Scuds is possible I guess... I only saw the things for 2 seconds, from the side view. Haven't seen them since.

I noticed them largely because they walked very steadily, whereas shrimps are skittish and they walk like drunks because of the current.

Bettabeats: thanks for the consolation


----------



## Alexpatrascu (Jun 13, 2010)

They'll prolly come out some time after the lighs go off.....try to look for them with a flashlight two hours after the lights go off....and take a pic if you can.


----------



## missindifferent (Jun 25, 2010)

Surprisingly, I managed to get some pictures...... :S

It's a bit blurry as I was scrambling to take a picture, but the 2nd is the best representation ... in person it looks more grey, not greenish. It has feelers on its head just like shrimps but they are much shorter.


----------



## BillD (Jun 5, 2006)

It does indeed look like a scud. It will do your tank no harm. I kept a culture of them going for quite a few years, by feeding them thread algae. I would take plants that had algae on them and put them in the scud tank, and they would have them cleaned off by the next day. However, once the algae was gone they would start on the plant. I would love to have some right now.


----------



## missindifferent (Jun 25, 2010)

BillD said:


> It does indeed look like a scud. It will do your tank no harm. I kept a culture of them going for quite a few years, by feeding them thread algae. I would take plants that had algae on them and put them in the scud tank, and they would have them cleaned off by the next day. However, once the algae was gone they would start on the plant. I would love to have some right now.

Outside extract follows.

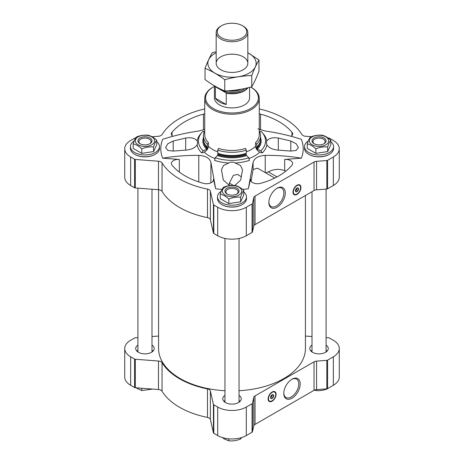 <?xml version="1.0" encoding="UTF-8"?>
<svg xmlns="http://www.w3.org/2000/svg" width="464" height="464" viewBox="0 0 464 464"><rect width="100%" height="100%" fill="white"/><g stroke="black" fill="none" stroke-linecap="round" stroke-linejoin="round"><path stroke-width="0.7" d="M271.968 394.887A1.52 0.876 -60 0 1 272.032 395.061L271.365 395.45M137.924 337.618L135.314 337.815A1.317 0.76 0 0 0 134.554 338.03L130.657 340.28A20.225 11.675 0 0 0 124.735 348.534L124.735 377.041A20.225 11.675 0 0 0 130.657 385.294L134.554 387.544A1.317 0.76 0 0 0 135.314 387.759L158.479 389.522A4.396 2.54 0 0 1 162.052 391.198A74.124 42.792 0 0 0 207.472 417.42A4.396 2.54 0 0 1 210.378 419.485L213.428 432.86A1.317 0.76 0 0 0 213.805 433.301L217.697 435.551A20.225 11.675 0 0 0 246.303 435.551L252.062 432.222A1.317 0.76 0 0 0 252.439 431.781L253.785 425.865A4.396 2.54 0 0 1 255.038 424.403L314.035 390.34A4.396 2.54 0 0 1 316.57 389.615L326.818 388.838A1.317 0.76 0 0 0 327.578 388.623L333.343 385.294A20.225 11.675 0 0 0 339.265 377.041L339.265 348.534A20.225 11.675 0 0 0 333.343 340.28L329.446 338.03A1.317 0.76 0 0 0 328.686 337.815L326.076 337.618M137.924 345.083A9.234 5.33 0 0 0 135.726 348.534A9.234 5.33 0 0 0 138.429 352.304A9.234 5.33 0 0 0 148.492 353.464A9.234 5.33 0 0 0 154.187 348.534A9.234 5.33 0 0 0 151.989 345.083M153.033 351.12A9.234 5.33 0 0 0 151.989 350.25M137.924 350.25A9.234 5.33 0 0 0 136.88 351.12M312.011 345.083A9.234 5.33 0 0 0 309.813 348.534A9.234 5.33 0 0 0 312.516 352.304A9.234 5.33 0 0 0 322.579 353.464A9.234 5.33 0 0 0 328.274 348.534A9.234 5.33 0 0 0 326.076 345.083M327.12 351.12A9.234 5.33 0 0 0 326.076 350.25M312.011 350.25A9.234 5.33 0 0 0 310.967 351.12M224.965 395.34A9.234 5.33 0 0 0 222.766 398.791A9.234 5.33 0 0 0 225.469 402.561A9.234 5.33 0 0 0 235.532 403.715A9.234 5.33 0 0 0 241.234 398.791A9.234 5.33 0 0 0 239.035 395.34M240.074 401.377A9.234 5.33 0 0 0 239.035 400.507M224.965 400.507A9.234 5.33 0 0 0 223.926 401.377M296.838 188.129A1.52 0.876 -60 0 1 296.896 188.303L296.235 188.686M242.562 189.399A71.224 41.122 0 0 0 248.35 188.755L250.543 179.145A7.035 4.06 0 0 0 250.485 179.672A7.035 4.06 0 0 0 260.542 183.344A66.387 38.326 0 0 0 291.937 165.213A7.035 4.06 0 0 0 292.622 163.467A7.035 4.06 0 0 0 284.67 159.442L301.322 158.178A71.224 41.122 0 0 0 301.322 139.299C289.519 135.511 277.484 132.756 265.217 131.022L257.897 128.841M285.789 171.199L284.67 170.63C279.212 168.594 273.754 169.012 268.296 171.883L265.599 172.834M234.941 185.467L240.712 179.991L242.55 169.807L240.561 165.561L235.306 162.974C233.085 161.814 230.881 161.814 228.694 162.974L223.439 165.555L221.45 169.807L223.288 179.991L229.535 185.583M229.332 185.536L229.332 183.094L233.409 175.311L237.8 174.47L241.286 176.848M266.823 144.774C268.958 147.912 272.78 149.692 278.296 150.127L290.806 151.073L296.189 150.446L298.387 147.535L296.194 143.741L290.806 141.015L278.296 138.057C272.78 137.176 268.958 138.144 266.823 140.963L266.29 142.274L266.823 144.774A34.98 20.196 180 0 1 262.293 152.963A160.028 113.158 -135 0 0 259.886 152.001A5.278 3.729 -135 0 1 255.606 146.276L255.606 142.605A1.317 0.934 -135 0 0 256.749 144.066A28.577 16.501 180 0 0 260.577 135.813L260.577 139.038A28.577 16.501 180 0 1 259.324 143.875A28.577 16.501 180 0 1 256.749 147.291L256.749 144.066M210.9 182.839L210.9 162.383C209.589 158.073 205.552 155.747 198.783 155.388C186.516 155.254 174.481 156.188 162.678 158.178L179.33 159.442A7.035 4.06 0 0 0 171.378 163.467A7.035 4.06 0 0 0 172.063 165.213A66.387 38.326 0 0 0 203.458 183.344A7.035 4.06 0 0 0 213.515 179.672A7.035 4.06 0 0 0 213.457 179.145L215.65 188.755A71.224 41.122 0 0 0 222.041 189.451M204.74 130.86A28.577 16.501 0 0 0 203.423 135.813A28.577 16.501 0 0 0 207.251 144.066A1.317 0.934 135 0 0 208.394 142.605L208.394 146.276A5.278 3.729 135 0 1 204.114 152.001A160.028 113.158 135 0 0 201.707 152.963A34.98 20.196 180 0 1 197.177 144.774C195.042 147.912 191.22 149.692 185.704 150.127L185.704 138.057L173.194 141.015L167.811 143.736L165.613 147.535L167.806 150.446L173.194 151.073L185.704 150.127M201.272 133.22A34.98 20.196 180 0 0 197.177 140.963C195.042 138.144 191.22 137.176 185.704 138.057M262.728 133.22A34.98 20.196 180 0 1 266.823 140.963M228.694 162.974A34.98 20.196 180 0 1 214.513 160.358A4.396 1.792 -71.6 0 0 215.232 157.754A33.541 19.366 180 0 0 248.768 157.754A4.396 1.792 -108.4 0 0 249.487 160.358A34.98 20.196 180 0 1 235.306 162.974M210.9 162.383L215.65 188.755M248.35 188.755L253.1 162.383C254.417 158.067 258.46 155.736 265.217 155.388C277.484 155.254 289.519 156.188 301.322 158.178M162.678 158.178A71.224 41.122 0 0 1 162.678 139.299C174.481 135.511 186.516 132.756 198.783 131.022L204.74 129.456M212.727 109.608A27.26 15.735 0 0 0 242.428 113.019A27.26 15.735 0 0 0 259.26 98.484A27.26 15.735 0 0 0 251.273 87.354L250.757 87.058A26.378 15.231 0 0 1 250.601 108.564A26.378 15.231 0 0 1 213.347 108.535A26.378 15.231 0 0 1 213.347 86.994L212.727 87.354A27.26 15.735 0 0 0 204.74 98.484A27.26 15.735 0 0 0 212.727 109.608M204.74 108.941A74.124 42.792 0 0 0 162.052 134.577A4.396 2.54 0 0 1 158.479 136.254L152.053 136.741M135.674 137.988L135.314 138.017A1.317 0.76 0 0 0 134.554 138.231L130.657 140.482A20.225 11.675 0 0 0 124.735 148.735A20.225 11.675 0 0 0 130.657 156.994L134.554 159.245A1.317 0.76 0 0 0 135.314 159.459L158.479 161.223L158.479 189.724L135.314 187.961A1.317 0.76 0 0 1 134.554 187.746L130.657 185.496A20.225 11.675 0 0 1 124.735 177.236L124.735 148.735M328.083 137.97L328.686 138.017A1.317 0.76 0 0 1 329.446 138.231L333.343 140.482A20.225 11.675 0 0 1 339.265 148.735A20.225 11.675 0 0 1 333.343 156.994L327.578 160.318A1.317 0.76 0 0 1 326.818 160.538L316.57 161.315A4.396 2.54 0 0 0 314.035 162.035L255.038 196.098A4.396 2.54 0 0 0 253.785 197.565L252.439 203.481A1.317 0.76 0 0 1 252.062 203.922L246.303 207.246A20.225 11.675 0 0 1 217.697 207.246L213.805 204.995A1.317 0.76 0 0 1 213.428 204.56L210.378 191.185A4.396 2.54 0 0 0 207.472 189.121A74.124 42.792 0 0 1 162.052 162.899A4.396 2.54 0 0 0 158.479 161.223M162.052 162.899L162.052 191.4A4.396 2.54 0 0 0 158.479 189.724M162.052 191.4A74.124 42.792 0 0 0 207.472 217.622A4.396 2.54 0 0 1 210.378 219.687L213.428 233.061A1.317 0.76 0 0 0 213.805 233.496L217.697 235.747A20.225 11.675 0 0 0 246.303 235.747L252.062 232.423A1.317 0.76 0 0 0 252.439 231.983L253.785 226.067A4.396 2.54 0 0 1 255.038 224.605L314.035 190.542A4.396 2.54 0 0 1 316.57 189.817L326.818 189.039A1.317 0.76 0 0 0 327.578 188.819L333.343 185.496A20.225 11.675 0 0 0 339.265 177.236L339.265 148.735M296.972 194.433A5.626 3.248 -60 0 1 294.159 194.712A5.626 3.248 -60 0 1 294.159 188.216A5.626 3.248 -60 0 1 299.785 184.962A5.626 3.248 -60 0 1 300.649 189.474A5.626 3.248 -60 0 1 296.972 194.433M277.078 207.228A11.623 6.711 -60 0 1 268.859 202.478A11.623 6.711 -60 0 1 277.078 188.245A11.623 6.711 -60 0 1 285.296 192.989A11.623 6.711 -60 0 1 277.078 207.228M311.35 136.694L305.521 136.254A4.396 2.54 0 0 1 301.948 134.577A74.124 42.792 0 0 0 259.26 108.941M134.856 154.39A14.071 8.12 0 0 0 135.007 154.483A14.071 8.12 0 0 0 154.906 154.483A14.071 8.12 0 0 0 155.057 154.39M134.218 140.952A14.506 8.375 0 0 0 130.448 146.583L130.448 148.376A14.506 8.375 0 0 0 134.699 154.303L135.007 154.483L134.699 154.303A14.506 8.375 0 0 0 155.214 154.303A14.506 8.375 0 0 0 159.465 148.376L159.465 146.583A14.506 8.375 0 0 0 156.728 141.682M308.943 154.39A14.071 8.12 0 0 0 309.094 154.483A14.071 8.12 0 0 0 328.993 154.483A14.071 8.12 0 0 0 329.144 154.39M308.305 140.952A14.506 8.375 0 0 0 304.535 146.583L304.535 148.376A14.506 8.375 0 0 0 308.786 154.303L309.094 154.483L308.786 154.303A14.506 8.375 0 0 0 329.301 154.303A14.506 8.375 0 0 0 333.552 148.376L333.552 146.583A14.506 8.375 0 0 0 330.815 141.682M221.896 204.647A14.071 8.12 0 0 0 222.053 204.734A14.071 8.12 0 0 0 241.947 204.734A14.071 8.12 0 0 0 242.104 204.647M221.264 191.203A14.506 8.375 0 0 0 217.494 196.835L217.494 198.633A14.506 8.375 0 0 0 221.74 204.554L222.053 204.734L221.74 204.554A14.506 8.375 0 0 0 242.26 204.554A14.506 8.375 0 0 0 246.506 198.633L246.506 196.835A14.506 8.375 0 0 0 243.768 191.939M204.74 113.866A7.035 4.06 0 0 0 203.458 114.132A66.387 38.326 0 0 0 172.063 132.257A7.035 4.06 0 0 0 171.378 134.003A7.035 4.06 0 0 0 172.666 136.346M291.334 136.346A7.035 4.06 0 0 0 292.622 134.003A7.035 4.06 0 0 0 291.937 132.257A66.387 38.326 0 0 0 260.542 114.132A7.035 4.06 0 0 0 259.26 113.866M214.414 86.414A26.378 15.231 0 0 0 213.347 86.994M249.586 87.36L249.586 97.765A17.586 10.15 180 0 1 232 107.915A17.586 10.15 180 0 1 214.414 97.765L214.414 85.805M274.694 178.083L257.566 168.194L253.1 169.453L251.082 181.32M203.423 135.813L203.423 139.038A28.577 16.501 0 0 0 204.676 143.875A28.577 16.501 0 0 0 207.251 147.291L207.634 148.028A28.136 16.246 0 0 1 205.1 144.664L204.676 143.875M207.251 144.066L207.251 147.291M203.423 137.709A29.133 16.82 0 0 0 206.77 149.391A0.882 0.621 135 0 0 207.431 148.816A1.757 1.241 135 0 0 207.634 148.028M204.305 131.753L202.954 131.3A33.541 19.366 0 0 0 198.975 137.599A33.541 19.366 0 0 0 202.954 150.667L206.77 149.391M201.707 152.963A4.396 3.109 135 0 0 202.954 150.667M197.177 140.963L197.71 142.274L197.177 144.774M259.695 131.753L261.046 131.3A33.541 19.366 180 0 1 265.025 137.599A33.541 19.366 180 0 1 261.046 150.667A4.396 3.109 -135 0 0 262.293 152.963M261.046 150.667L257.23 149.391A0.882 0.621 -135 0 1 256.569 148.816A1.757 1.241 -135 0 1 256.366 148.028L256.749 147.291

I looked up some forums about scuds, and people say they attack baby shrimp and freshly molted shrimp... I have to get rid of the moss, evacuate shrimps and bring in some tetras/loaches/angelfish to eat the scuds... any other suggestions? My bf has all 3 kinds of fish, so we will probably introduce whatever we manage to catch.

Oh, and here is the forum where they've mentioned the scuds eating shrimp:
http://www.plantedtank.net/forums/shrimp-other-invertebrates/78015-how-do-you-get-rid-scuds-2.html


----------



## BillD (Jun 5, 2006)

The best choice would be loaches. However, you can probably remove them if there are only a few. Suck them out with a hose.


----------



## missindifferent (Jun 25, 2010)

I'll get a better idea how many there are once I remove the piece of wood.

Thanks!!


----------